# What can I cook with Buttermilk?



## Robin

So tonight I made my fried chicken which I always use buttermilk for. Problem is the smaller cartoon of buttermilk was more expensive than the 1/2 gallon Kroger brand. I hate to waste so much! So what else can I do with buttermilk? Nothing too elaborate please! I used about half the cartoon for the chicken.


----------



## FrankZ

I am a sucker for buttermilk pancakes....


----------



## Robin

Hmm. I do have pancake mix! Thanks for the idea. 

Any others?


----------



## FrankZ

You don't need no mix...

Cup buttermilk
Cup flour
2tbl sugar
pinch salt
tsp baking powder
1/4 tsp baking soda
1 egg
3Tbs butter


Mix the dry stuff together
melt the butter and mix the wet stuff together
Mix the two parts together gently, if too thick thin with a bit more buttermilk (or regular) and ladle onto a hot griddle.

Flip, plate, eat, enjoy.


----------



## Steve Kroll

Whenever I have leftover buttermilk I usually make banana bread. 

Well... provided I also have leftover bananas. 

Homemade buttermilk ranch dressing is another option.


----------



## buckytom

buttermilk is a great marinade base.

mix 2 cups buttermilk and a good squirt of hot sauce, toss in oysters, clams, mussels, shrimp, etc., and marinate for an hour. add powdered cayenne for more heat.
,
toss marinated seafood in seasoned flour,

deep fry at 375 for just a minute or so until golden.

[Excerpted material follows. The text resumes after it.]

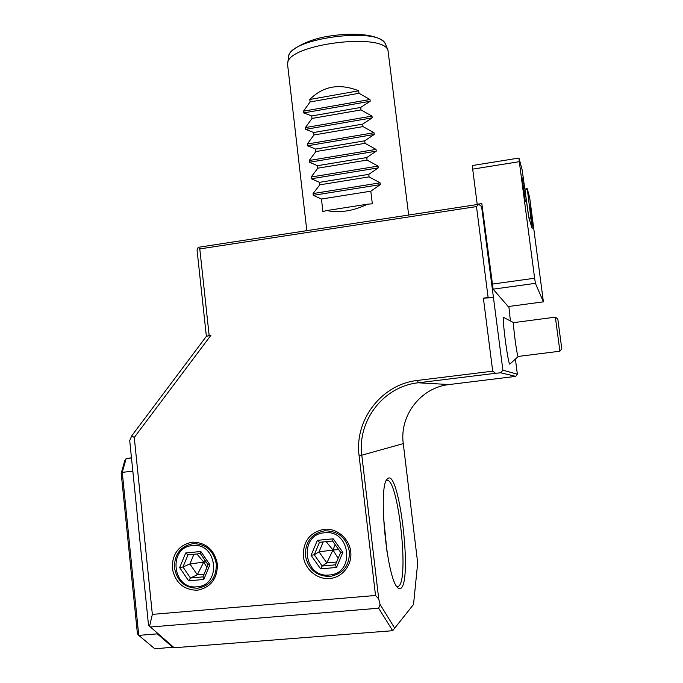 <?xml version="1.0" encoding="UTF-8"?>
<svg xmlns="http://www.w3.org/2000/svg" width="683" height="683" viewBox="0 0 683 683"><rect width="100%" height="100%" fill="white"/><g stroke="black" fill="none" stroke-linecap="round" stroke-linejoin="round"><path stroke-width="1.02" d="M509.723 315.076L510.389 320.242M449.201 384.546C420.924 387.44 399.299 415.452 403.269 443.626L417.296 559.787L417.475 565.072L413.531 604.446L392.674 630.708L174.182 647.757L149.568 626.251L152.352 614.384L375.53 595.474L378.732 598.974L361.845 455.544C357.064 420.839 383.513 386.382 418.192 382.787L449.201 384.546L515.776 376.367L517.355 374.182L515.486 359.693M209.16 335.549L206.368 336.343L210.927 335.302L209.16 335.549L199.795 248.919L198.181 247.323L197.054 250.123L206.368 336.343L131.665 435.933L129.719 440.672L148.501 625.03L149.568 626.251M508.818 306.488L509.928 315.034M375.53 595.474L359.121 455.928C354.17 419.925 381.592 384.179 417.569 380.431L492.699 371.176L495.568 373.294L500.665 372.79L502.901 370.186L517.355 374.182M502.901 370.186L481.609 206.625L482.42 208.136L493.126 289.165L535.421 283.343L543.395 301.843L508.195 306.565L493.126 289.165M561.785 348.808L559.898 351.216L518.149 356.441C517.176 357.448 512.566 322.846 513.642 322.649L503.61 317.399C501.826 317.544 508.408 366.566 509.868 364.048L517.859 356.876M543.395 301.843L529.658 197.575L527.259 188.696L532.159 228.557L528.881 217.877L522.128 169.743L518.969 158.055L519.311 161.683L472.696 169.136L477.195 204.268L481.839 203.56L482.42 208.136M492.17 284.119L534.618 278.229L535.421 283.343M534.618 278.229L519.311 161.683M481.609 206.625L478.757 204.294L476.495 206.582L488.114 297.498L493.228 297.242M525.005 190.523L528.429 215.367M524.8 189.063L527.259 188.696M525.338 190.472L527.182 188.687M533.15 227.593L530.418 207.282L533.15 227.593M525.304 201.314L522.128 177.759L525.304 201.314M472.696 169.136L472.559 165.499L518.969 158.055M528.89 217.92L530.93 218.167M532.971 226.235L530.631 208.656L532.971 226.235M532.757 223.973L530.879 210.979L532.663 223.657M531.186 212.08L531.067 212.626M525.09 199.743L522.375 179.356L525.09 199.743M524.877 197.216L522.649 181.985L524.766 196.849M523.067 183.462L522.888 184.128M524.177 191.044L523.75 190.933M492.699 371.176L483.385 298.138L493.596 297.634M483.385 298.138L488.114 297.498M500.665 372.79L515.776 376.367M417.569 380.431L418.192 382.787L495.568 373.294M152.352 614.384L134.269 437.453L131.665 435.933M210.927 335.302L134.269 437.453M199.795 248.919L476.495 206.582M172.27 568.265C172.176 553.717 178.826 545.025 192.205 542.174C205.976 542.362 214.368 549.661 217.399 564.064C217.493 578.766 210.782 587.5 197.276 590.257C183.514 589.907 175.172 582.582 172.27 568.265M303.312 556.056C303.124 541.158 310.048 532.228 324.101 529.282C336.745 527.933 349.278 538.392 350.729 551.642C352.368 564.875 342.473 577.502 329.744 578.518C317.032 579.73 304.695 569.178 303.312 556.056M378.732 598.974L380.055 604.361L378.655 608.212L150.345 627.02M394.689 628.155L380.055 604.361M388.2 478.228L386.911 479.423C377.981 487.961 386.919 579.508 397.737 587.679C399.051 589.019 400.238 589.122 401.305 587.978C412.165 577.869 399.324 471.33 388.2 478.228M173.448 647.117L154.887 648.85L138.751 635.369L157.303 633.867L157.218 632.996M131.477 457.96L126.124 458.575L122.266 472.354L121.207 473.336L137.42 633.79L138.751 635.369L122.266 472.354L132.826 471.168M157.303 633.867L172.927 647.441M198.181 247.323L478.757 204.294M287.671 65.175L287.714 62.947C288.397 44.395 381.566 32.314 387.935 50.03L408.673 215.043M326.73 210.56L367.574 204.166C353.35 211.03 339.741 213.164 326.73 210.56L322.922 211.568L321.454 199.026L313.275 195.321L313.07 193.562L319.798 184.828L319.499 182.344L311.346 178.767L311.141 177.008L317.843 168.172L317.552 165.687L309.425 162.247L309.22 160.496L315.896 151.558L315.606 149.082L307.504 145.769L307.299 144.019L313.958 134.978L313.668 132.511L305.583 129.326L305.378 127.584L312.02 118.441L311.73 115.973L303.67 112.917L303.474 111.184L310.091 101.946L309.8 99.479L358.695 90.796C339.408 83.155 323.11 86.049 309.8 99.479M303.474 111.184L369.981 99.505L359.002 93.281L358.695 90.796M369.981 99.505L370.195 101.263L360.709 107.436L311.73 115.973M305.378 127.584L371.987 116.093L361.008 109.92L360.709 107.436M371.987 116.093L372.201 117.852L362.716 124.11L313.668 132.511M307.299 144.019L374.011 132.724L363.014 126.603L362.716 124.11M374.011 132.724L374.224 134.483L364.731 140.818L315.606 149.082M309.22 160.496L376.034 149.389L365.029 143.319L364.731 140.818M376.034 149.389L376.248 151.156L366.754 157.568L317.552 165.687M311.141 177.008L378.058 166.097L367.053 160.078L366.754 157.568M378.058 166.097L378.271 167.873L368.777 174.361L319.499 182.344M313.07 193.562L380.089 182.839L369.076 176.871L368.777 174.361M380.089 182.839L380.303 184.623L370.809 191.189L321.454 199.026M367.574 204.166L372.329 203.833L370.809 191.189M359.002 93.281L310.091 101.946M361.008 109.92L312.02 118.441M363.014 126.603L313.958 134.978M365.029 143.319L315.896 151.558M367.053 160.078L317.843 168.172M369.076 176.871L319.798 184.828M413.531 604.446L392.674 630.708L378.655 608.212M121.207 473.336L124.69 460.897L126.124 458.575L131.46 457.798M396.908 586.68L398.983 586.031C409.279 576.811 397.83 477.468 386.962 480.397L386.254 480.619M383.428 515.904L387.005 551.813M192.965 543.659C180.474 546.229 174.31 554.297 174.464 567.855C177.11 581.216 184.837 588.003 197.669 588.242C210.262 585.749 216.485 577.656 216.323 563.962C213.574 550.524 205.796 543.753 192.965 543.659M192.563 545.597C167.745 546.998 172.184 589.958 196.917 586.808C222.001 585.57 217.322 542.123 192.563 545.597M185.725 552.957L179.655 567.582L188.645 580.832L203.799 579.457L209.912 564.764L200.836 551.505L185.725 552.957L187.919 554.852L200.418 553.64L187.919 554.852M200.836 551.505L200.503 553.648M209.912 564.764L208.016 564.73M203.799 579.457L203.047 576.87M188.645 580.832L190.455 578.014L202.971 576.87M179.655 567.582L182.959 566.992L190.455 578.014L197.285 574.77L203.739 562.135L189.917 563.953L193.929 554.272M204.106 574.147L197.285 574.77L189.917 563.953L182.959 566.992L188.004 554.844M196.952 553.99L203.739 562.135L204.652 559.821M206.095 561.93L203.739 562.135L206.906 567.402M324.69 530.819C311.585 533.491 305.156 541.764 305.412 555.655C308.264 569.323 316.442 576.264 329.923 576.478C343.148 573.899 349.636 565.592 349.38 551.557C346.401 537.803 338.179 530.887 324.69 530.819M324.502 532.783C298.42 534.285 303.363 578.279 329.334 574.992C355.698 573.669 350.507 529.163 324.502 532.783M333.227 538.819L317.356 540.338L319.413 542.302L332.587 541.004L340.655 552.376L335.37 564.909L340.655 552.376L342.857 552.376L333.227 538.819L332.587 541.004M317.356 540.338L311.064 555.339L320.609 568.888L336.523 567.445L335.37 564.909M320.609 568.888L322.197 566.028L335.404 564.824M311.064 555.339L314.257 554.758L322.197 566.028L326.841 562.912L332.988 550.011L319.038 551.855L323.196 541.935M336.582 562.024L326.841 562.912L319.038 551.855L314.257 554.758L319.482 542.293M326.167 541.653L332.988 550.011L335.122 544.573M338.683 549.584L332.988 550.011L338.136 558.327M513.684 322.624L555.364 317.151L559.898 351.216M557.806 319.021L561.793 348.8L557.806 319.021L555.373 317.168M558.378 323.272L561.221 344.548L558.378 323.272M531.605 223.341L530.554 223.341M359.121 455.928L403.269 443.626M288.619 57.099L288.738 56.339C289.472 38.146 379.108 26.509 385.391 43.866L388.081 50.294M303.67 112.917L370.195 101.263M305.583 129.326L372.201 117.852M307.504 145.769L374.224 134.483M309.425 162.247L376.248 151.156M311.346 178.767L378.271 167.873M313.275 195.321L380.303 184.623M336.523 567.445L342.857 552.376M306.829 230.658L287.577 64.381M385.221 43.55C380.141 34.935 356.159 32.084 331.05 35.866C305.882 39.051 287.56 51.464 288.738 56.339L287.714 62.947M200.375 553.572L208.033 564.764L202.902 577.041M319.413 542.302L332.612 541.038"/></g></svg>

serve on tartar sauced toasted buns.


----------



## Bolas De Fraile

We can only buy buttermilk in little pots, I use quite a lot making Irish Soda Bread and Serbian Proja (cornbread) and scones. Has anyone tried to make it?


----------



## Zereh

Here's something I've bookmarked for next time I make pancakes. If you try it, let us know how it turns out! 

*Buttermilk Caramel Syrup*

1 1/2 cups buttermilk
1 cup sugar
1 cup brown sugar
1/2 cup butter*
1 tsp baking soda
1 tsp vanilla

In a large saucepan, bring buttermilk, sugars, and butter to a boil over medium heat. Remove from heat andwhisk  in soda and vanilla. It will bubble up a lot. Hopefully you used a large saucepan like I told you. As it cools, the bubbles will go away.

**Notes:*

-The original recipe calls for 1/2 cup  butter. I cut back to 1/4 cup to save my waistline and my husband’s cholesterol, but you can feel free to use all of it if you so desire. I won’t stand in your way.

-This stuff is so delicious, we haven’t gone back to maple syrup. We also use it on buttermilk pancakes, waffles, and German pancakes. It can also be served over ice cream.

-Several readers have asked how long this will keep in the refrigerator. I’m not exactly sure because with 4 hungry boys we finish things off pretty fast. But I know we’ve kept some for at least 2-3 months and it was just fine.


----------



## Robo410

pancakes waffles biscuits corn bread all respond well to buttermilk.  Use in mashed potatoes. Use as marinade for chicken, calamari, batter dip for catfish.  Use in smoothies in place of yogurt. Buttermilk will keep longer than whole milk in your fridge.


----------



## CWS4322

You can freeze buttermilk. I usually freeze it in one cup containers to use later. It does tend to seperate, but it works for baking. Buttermilk waffles are great. I use the recipe in Better Homes and Gardens "red and white" cookbook. I add freshly ground cardamon and orange zest.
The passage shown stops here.